Olguların %43.9’unda uzak metastaz vardı. Uzak metastaz SHK’da anlamlı derecede az bulundu.
Çalışmamızda elde edilen epidemiyolojik, klinik ve radyolojik bulguların ülkemiz için beklenen değerler olduğunu söyleyebiliriz.
Toplumlar arasındaki epidemiyolojik, klinik ve radyolojik eğilimlerdeki farklılıklara rağmen tüm dünyada olguların yalnızca %15’inin ameliyata uygun evrede geldiği bir gerçektir. Bu noktada ‘erken tanı ve tedavi nasıl sağlanabilir’ sorusu akla gelmektedir.
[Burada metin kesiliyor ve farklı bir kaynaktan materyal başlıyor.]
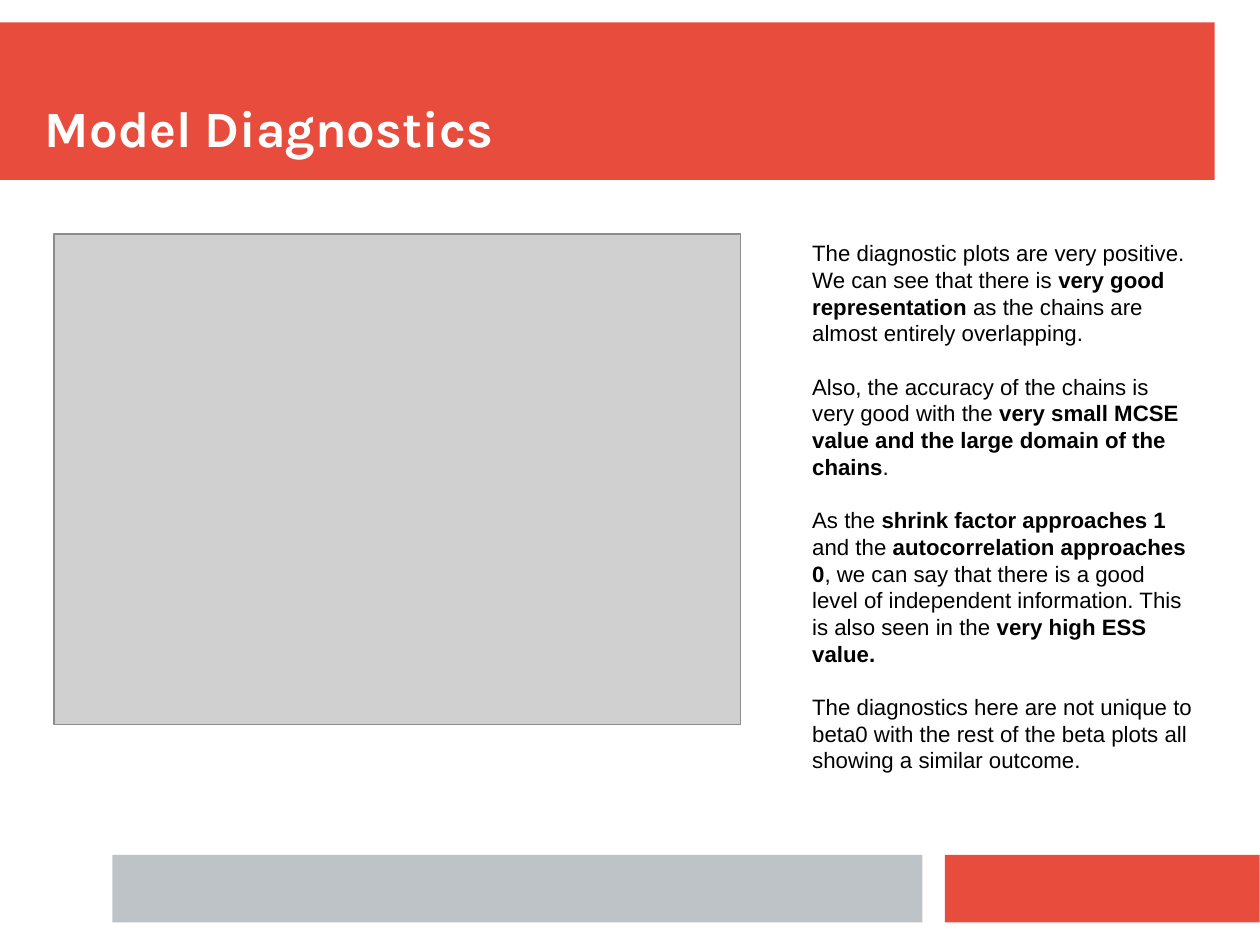
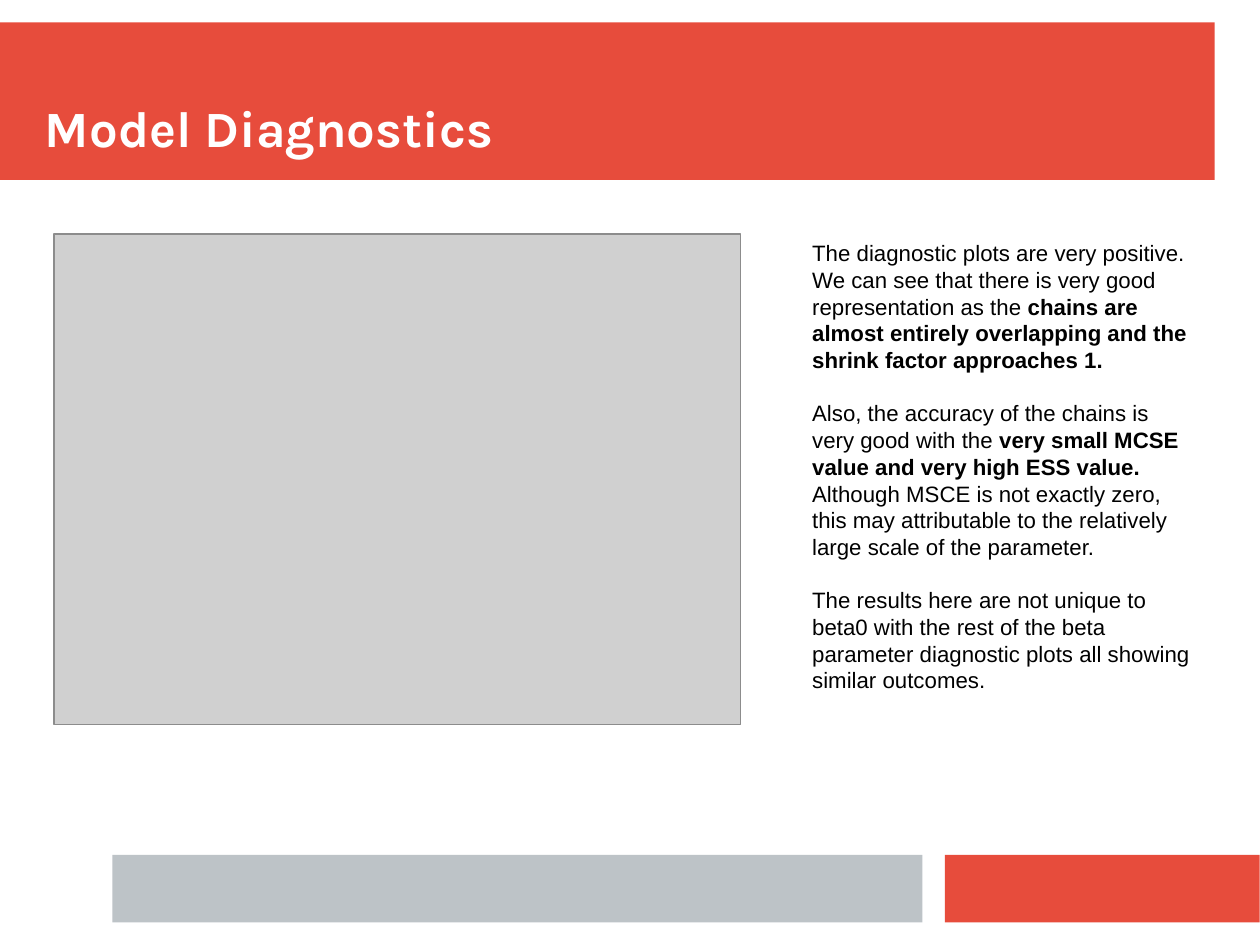
Before and after one commit to tim-kirkbride/BayesianAssignment, a slide deck: slide 12 of Presentation.pptx. Drawn at 1260x945 pixels with LibreOffice and Linux fonts; fonts in the diff are those of the drawing; grey boxes stand for pictures. Boxes give left, top, right and bottom in pixels: in the first picture for what was removed or moved away, otherwise in the second. Text is boxed around its words. In the diff, an @@ line names an element or a change of style, - is before the commit and + after.

Commit message:
final draft

```diff
--- a/Presentation.pptx
+++ b/Presentation.pptx
@@ text at (812,245,1190,689): text changed @@
-The diagnostic plots are very positive. We can see that there is very good representation as the chains are almost entirely overlapping.
-Also, the accuracy of the chains is very good with the very small MCSE value and the large domain of the chains.
-As the shrink factor approaches 1 and the autocorrelation approaches 0, we can say that there is a good level of independent information. This is also seen in the very high ESS value.
-The diagnostics here are not unique to beta0 with the rest of the beta plots all showing a similar outcome.
+The diagnostic plots are very positive. We can see that there is very good representation as the chains are almost entirely overlapping and the shrink factor approaches 1.
+Also, the accuracy of the chains is very good with the very small MCSE value and very high ESS value. Although MSCE is not exactly zero, this may attributable to the relatively large scale of the parameter.
+The results here are not unique to beta0 with the rest of the beta parameter diagnostic plots all showing similar outcomes.
```
Also in this commit, not shown: 5 other slides changed, 1 slide added, 1 slide removed.

Bu sorudan yola çıkılarak çalışmamızda erken ve geç evrede tanı alan olguların özellikleri belirlenmeye çalışıldı. Başvuruda balgam yakınması olan, Karnofsky performans durumu 70 ve üstünde olan, göğüs radyografisinde kavite, total atelektazi saptanan, periferik yerleşimli lezyonu olan ve SHK, AK, BHK histopatolojik alt tiplerine sahip olan olguların daha erken evrede tanı aldığı tespit edildi. Bunun yanında başvuruda kilo kaybı yakınması ve göğüs radyografisinde mediasten genişlemesi olması erken evrede tanı almaya negatif etkili değişkenler olarak tespit edildi.
Sonuç olarak, akciğer kanserine neden olan risk faktörlerine sahip kişilerin, risk faktörleri, akciğer kanserinin kliniği ve seyri ve sağlık birimine erken başvurmaları konusunda etkin halk sağlığı eğitim programlarıyla bilgilendirilmeleri, birinci basamak sağlık birimlerinde görev yapan hekimlerin akciğer kanserinden şüphelendikleri kişileri erkenden ilgili uzmana yönlendirmeleri konusunda uyarılmaları ile tanı ve tedavideki gecikmenin azaltılacağı, prognozun iyileştirilebileceği kanaatine varılmıştır.